A comparative analysis of analog and digital alloy technique of InxGa1-xAs capping material on InAs quantum dot heterostructures

Abstract

In this study, the concept of analog and digital alloy capping with ternary alloy InxGa1-xAs has been utilized in capping layer of InAs QDs. The composition of indium (In) in the capping layer having thickness of 8 nm, was kept constant in case of analog alloy technique. While, in digital alloy technique, In composition was varied from 0.45 to 0.15 in steps of 0.10 (Structure D1) having a thickness of 2 nm each. Validation of simulated results with previous experimental data was carried out to check accuracy of the present work.
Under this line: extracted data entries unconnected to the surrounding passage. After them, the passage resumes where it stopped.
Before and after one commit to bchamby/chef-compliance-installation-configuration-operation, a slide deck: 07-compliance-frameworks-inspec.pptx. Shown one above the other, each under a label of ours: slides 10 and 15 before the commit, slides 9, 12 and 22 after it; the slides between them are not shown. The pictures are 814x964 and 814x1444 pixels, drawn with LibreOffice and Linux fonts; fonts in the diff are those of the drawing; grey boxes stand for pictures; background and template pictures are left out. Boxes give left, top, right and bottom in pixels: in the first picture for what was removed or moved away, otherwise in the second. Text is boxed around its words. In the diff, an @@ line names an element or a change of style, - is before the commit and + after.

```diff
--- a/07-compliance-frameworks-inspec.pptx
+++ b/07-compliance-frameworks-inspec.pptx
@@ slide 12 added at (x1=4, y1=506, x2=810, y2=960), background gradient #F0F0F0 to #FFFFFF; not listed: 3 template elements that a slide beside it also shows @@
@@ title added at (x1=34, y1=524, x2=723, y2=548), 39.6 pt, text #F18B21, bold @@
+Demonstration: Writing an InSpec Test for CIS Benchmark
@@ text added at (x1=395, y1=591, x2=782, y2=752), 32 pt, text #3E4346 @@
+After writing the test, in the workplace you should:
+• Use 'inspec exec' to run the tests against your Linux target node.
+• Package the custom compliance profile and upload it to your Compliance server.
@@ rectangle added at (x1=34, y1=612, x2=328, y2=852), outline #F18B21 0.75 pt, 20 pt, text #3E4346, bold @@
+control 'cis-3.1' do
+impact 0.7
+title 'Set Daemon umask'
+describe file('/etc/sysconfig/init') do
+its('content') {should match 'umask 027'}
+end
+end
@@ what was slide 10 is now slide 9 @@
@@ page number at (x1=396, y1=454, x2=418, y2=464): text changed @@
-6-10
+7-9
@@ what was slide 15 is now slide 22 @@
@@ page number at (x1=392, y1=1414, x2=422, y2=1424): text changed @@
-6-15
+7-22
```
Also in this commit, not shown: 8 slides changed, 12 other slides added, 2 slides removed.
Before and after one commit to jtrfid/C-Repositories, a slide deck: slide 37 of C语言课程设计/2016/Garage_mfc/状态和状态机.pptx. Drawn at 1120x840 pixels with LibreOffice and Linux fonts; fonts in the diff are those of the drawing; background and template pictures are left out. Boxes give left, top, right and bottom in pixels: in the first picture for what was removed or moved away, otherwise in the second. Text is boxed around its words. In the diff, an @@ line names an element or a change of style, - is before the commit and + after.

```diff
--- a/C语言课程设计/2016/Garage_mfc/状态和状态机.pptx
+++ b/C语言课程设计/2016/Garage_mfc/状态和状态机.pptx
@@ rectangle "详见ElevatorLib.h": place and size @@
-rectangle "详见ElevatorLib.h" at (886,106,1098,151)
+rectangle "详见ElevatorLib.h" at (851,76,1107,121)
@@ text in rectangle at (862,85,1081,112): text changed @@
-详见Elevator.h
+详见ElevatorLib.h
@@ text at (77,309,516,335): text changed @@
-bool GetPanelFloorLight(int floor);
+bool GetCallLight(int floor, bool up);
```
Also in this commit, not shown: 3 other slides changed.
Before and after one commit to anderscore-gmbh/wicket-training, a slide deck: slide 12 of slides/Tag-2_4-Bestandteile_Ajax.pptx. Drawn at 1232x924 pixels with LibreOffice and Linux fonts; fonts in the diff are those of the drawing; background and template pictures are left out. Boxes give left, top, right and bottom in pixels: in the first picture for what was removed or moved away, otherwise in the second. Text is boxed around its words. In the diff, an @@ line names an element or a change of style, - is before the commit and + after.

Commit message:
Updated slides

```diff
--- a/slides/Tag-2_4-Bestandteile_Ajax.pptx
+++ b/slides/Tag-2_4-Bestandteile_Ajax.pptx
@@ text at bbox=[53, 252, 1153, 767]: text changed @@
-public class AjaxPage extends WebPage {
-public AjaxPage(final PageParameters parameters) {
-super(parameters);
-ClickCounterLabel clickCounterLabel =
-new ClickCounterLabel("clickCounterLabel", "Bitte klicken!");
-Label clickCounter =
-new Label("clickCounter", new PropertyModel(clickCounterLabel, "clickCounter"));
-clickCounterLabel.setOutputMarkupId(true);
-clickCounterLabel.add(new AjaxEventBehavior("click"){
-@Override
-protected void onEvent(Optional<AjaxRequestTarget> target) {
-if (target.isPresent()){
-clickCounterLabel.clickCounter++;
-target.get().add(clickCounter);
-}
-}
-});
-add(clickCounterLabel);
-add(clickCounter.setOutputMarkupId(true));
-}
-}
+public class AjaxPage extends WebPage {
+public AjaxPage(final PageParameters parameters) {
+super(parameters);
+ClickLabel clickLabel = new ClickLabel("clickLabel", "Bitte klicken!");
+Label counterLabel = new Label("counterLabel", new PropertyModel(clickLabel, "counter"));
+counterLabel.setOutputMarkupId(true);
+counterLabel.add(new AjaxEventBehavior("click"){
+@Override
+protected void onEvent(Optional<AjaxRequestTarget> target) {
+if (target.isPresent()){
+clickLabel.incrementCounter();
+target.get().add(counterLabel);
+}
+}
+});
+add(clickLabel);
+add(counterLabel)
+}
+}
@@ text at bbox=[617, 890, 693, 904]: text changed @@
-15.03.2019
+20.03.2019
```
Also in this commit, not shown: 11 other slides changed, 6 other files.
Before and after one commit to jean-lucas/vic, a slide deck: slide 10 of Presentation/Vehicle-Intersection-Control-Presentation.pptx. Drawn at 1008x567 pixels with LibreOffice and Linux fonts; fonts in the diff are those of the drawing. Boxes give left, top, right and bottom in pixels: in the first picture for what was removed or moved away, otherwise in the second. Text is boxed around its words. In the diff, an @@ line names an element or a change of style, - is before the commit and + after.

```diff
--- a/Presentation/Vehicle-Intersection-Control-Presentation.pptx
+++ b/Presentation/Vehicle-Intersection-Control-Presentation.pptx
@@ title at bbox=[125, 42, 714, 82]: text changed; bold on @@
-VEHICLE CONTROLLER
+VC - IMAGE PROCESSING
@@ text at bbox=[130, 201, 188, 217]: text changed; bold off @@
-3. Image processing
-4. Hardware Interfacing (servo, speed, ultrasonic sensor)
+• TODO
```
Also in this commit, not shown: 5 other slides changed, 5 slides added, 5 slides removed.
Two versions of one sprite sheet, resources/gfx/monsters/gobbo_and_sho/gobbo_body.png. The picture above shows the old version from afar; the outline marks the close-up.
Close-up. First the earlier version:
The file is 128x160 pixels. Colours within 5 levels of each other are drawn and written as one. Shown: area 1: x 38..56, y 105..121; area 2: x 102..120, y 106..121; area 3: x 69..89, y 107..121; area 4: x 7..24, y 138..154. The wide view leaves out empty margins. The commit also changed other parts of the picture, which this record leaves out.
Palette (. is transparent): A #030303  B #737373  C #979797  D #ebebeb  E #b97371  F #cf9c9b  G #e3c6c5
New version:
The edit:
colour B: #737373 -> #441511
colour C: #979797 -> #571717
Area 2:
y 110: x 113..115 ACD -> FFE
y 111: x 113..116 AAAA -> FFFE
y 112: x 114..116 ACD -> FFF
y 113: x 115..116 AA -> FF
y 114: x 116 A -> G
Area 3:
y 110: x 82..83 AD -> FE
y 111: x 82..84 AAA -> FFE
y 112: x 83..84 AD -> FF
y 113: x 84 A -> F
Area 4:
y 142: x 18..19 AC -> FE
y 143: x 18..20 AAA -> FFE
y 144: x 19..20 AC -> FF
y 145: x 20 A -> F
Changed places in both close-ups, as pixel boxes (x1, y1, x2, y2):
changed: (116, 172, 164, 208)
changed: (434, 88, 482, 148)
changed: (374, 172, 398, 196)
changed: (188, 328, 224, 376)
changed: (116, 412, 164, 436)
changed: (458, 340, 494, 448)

The hydrostatic and biaxial strains in growth direction were computed and compared. The magnitude of hydrostatic strain is reduced by 4.115% and biaxial strain is increased by 0.62% in the QD region of structure D1 as compared to structure A1. This indicates better carrier confinement and longer emission wavelength in structure D1 as compared to structure A1. Structure D1 provided an increment of hydrostatic strain by 3.41% and a decrement of biaxial strain by 2.56% in the QD region as compared to structure A2. Structure D1 with digital capping alloy provides a gradual strain relaxation in the capping layer due to systematic variation of In composition, ensures strain relaxation profile throughout the heterostructure by minimizing the lattice disparity in subcapping layers. The computed emission wavelength of structure A1, A2, and D1 were 1224, 1313, and 1287 nm respectively. The digital alloy technique would help in minimizing strain distribution within the heterostructure and results in defect and dislocation free heterostructure.